◆ HOW TO COMPLETE THIS TASK: Using the data below, return the stretch from the line that contains "1 vertex moves" through the line that contains "me_cube part 2: 3", both included, exactly as it stands and nothing beyond it.

Records from a dataset
★ ★ ★

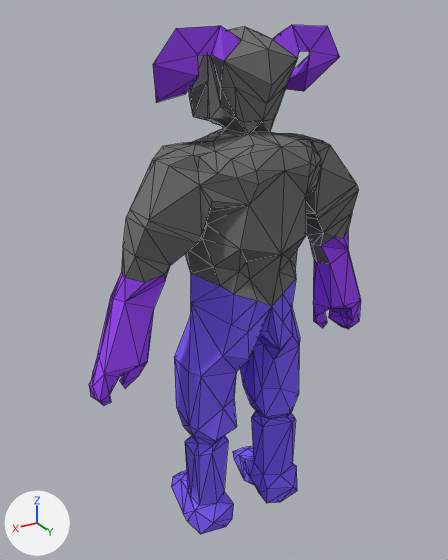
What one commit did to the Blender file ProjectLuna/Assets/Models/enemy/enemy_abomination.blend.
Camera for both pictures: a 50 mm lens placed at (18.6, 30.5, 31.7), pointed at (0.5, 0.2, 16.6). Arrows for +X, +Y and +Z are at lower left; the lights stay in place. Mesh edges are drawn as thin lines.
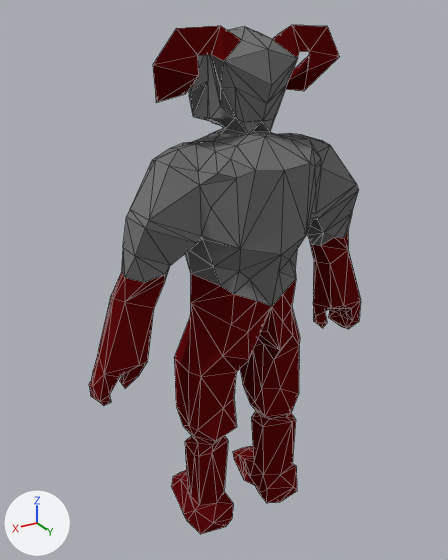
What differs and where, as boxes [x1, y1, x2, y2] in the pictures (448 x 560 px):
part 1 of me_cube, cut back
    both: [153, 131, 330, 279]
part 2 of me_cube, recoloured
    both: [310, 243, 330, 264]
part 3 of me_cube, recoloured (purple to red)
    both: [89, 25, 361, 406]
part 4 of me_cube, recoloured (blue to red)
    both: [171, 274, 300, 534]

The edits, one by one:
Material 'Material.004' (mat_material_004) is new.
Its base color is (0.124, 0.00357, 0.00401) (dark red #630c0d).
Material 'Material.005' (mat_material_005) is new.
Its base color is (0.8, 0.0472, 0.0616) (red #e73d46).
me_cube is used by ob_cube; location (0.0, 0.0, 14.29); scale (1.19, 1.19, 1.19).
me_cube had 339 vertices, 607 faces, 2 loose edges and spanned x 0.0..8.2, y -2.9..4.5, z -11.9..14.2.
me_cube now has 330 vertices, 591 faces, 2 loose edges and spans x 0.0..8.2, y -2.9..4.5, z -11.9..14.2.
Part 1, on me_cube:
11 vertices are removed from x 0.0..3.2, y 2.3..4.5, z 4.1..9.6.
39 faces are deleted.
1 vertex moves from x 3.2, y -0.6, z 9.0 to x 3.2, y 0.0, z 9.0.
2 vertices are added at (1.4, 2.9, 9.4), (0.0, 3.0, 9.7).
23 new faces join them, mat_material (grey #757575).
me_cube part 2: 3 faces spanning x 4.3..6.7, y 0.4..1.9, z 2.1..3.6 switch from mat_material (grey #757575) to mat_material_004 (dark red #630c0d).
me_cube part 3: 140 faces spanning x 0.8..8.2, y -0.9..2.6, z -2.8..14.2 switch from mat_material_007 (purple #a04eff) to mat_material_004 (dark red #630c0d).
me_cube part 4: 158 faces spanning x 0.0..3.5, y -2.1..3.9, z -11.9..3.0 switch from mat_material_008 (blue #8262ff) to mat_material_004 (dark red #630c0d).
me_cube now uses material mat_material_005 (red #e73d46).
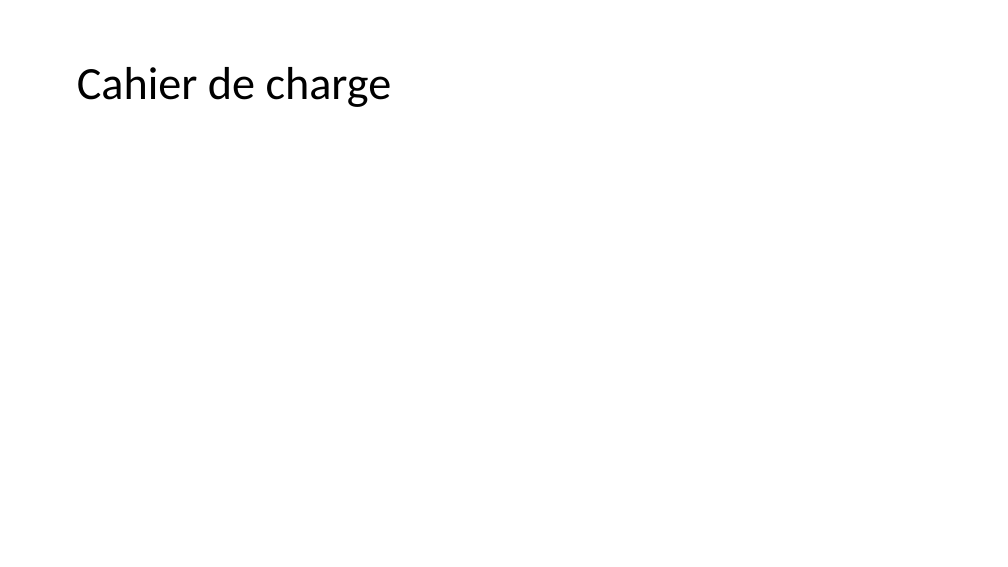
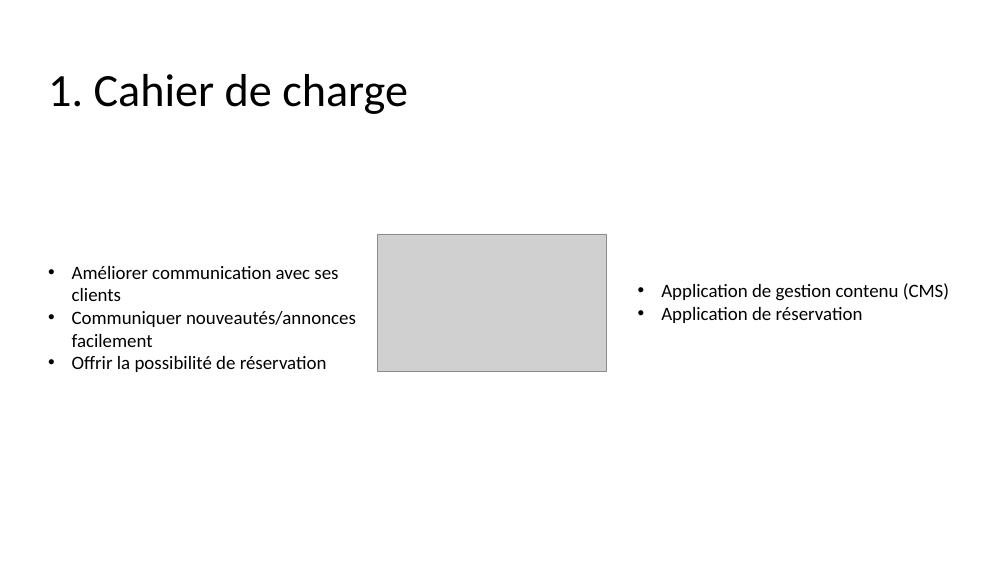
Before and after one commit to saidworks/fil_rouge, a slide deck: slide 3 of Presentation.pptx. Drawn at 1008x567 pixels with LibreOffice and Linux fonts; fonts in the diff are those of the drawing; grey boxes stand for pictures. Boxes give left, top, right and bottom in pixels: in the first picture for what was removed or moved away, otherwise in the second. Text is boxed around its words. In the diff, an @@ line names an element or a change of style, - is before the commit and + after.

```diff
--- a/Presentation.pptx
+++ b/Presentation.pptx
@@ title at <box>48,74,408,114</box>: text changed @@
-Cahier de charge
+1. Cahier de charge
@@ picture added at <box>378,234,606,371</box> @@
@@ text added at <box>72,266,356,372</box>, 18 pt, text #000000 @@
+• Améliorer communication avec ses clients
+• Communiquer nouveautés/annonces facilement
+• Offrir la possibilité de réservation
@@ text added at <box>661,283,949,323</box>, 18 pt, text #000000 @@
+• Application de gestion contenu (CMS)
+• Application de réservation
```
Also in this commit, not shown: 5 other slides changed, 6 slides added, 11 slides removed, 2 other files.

★ ★ ★

◆ SOLUTION FOR THIS PROBLEM:
1 vertex moves from x 3.2, y -0.6, z 9.0 to x 3.2, y 0.0, z 9.0.
2 vertices are added at (1.4, 2.9, 9.4), (0.0, 3.0, 9.7).
23 new faces join them, mat_material (grey #757575).
me_cube part 2: 3 faces spanning x 4.3..6.7, y 0.4..1.9, z 2.1..3.6 switch from mat_material (grey #757575) to mat_material_004 (dark red #630c0d).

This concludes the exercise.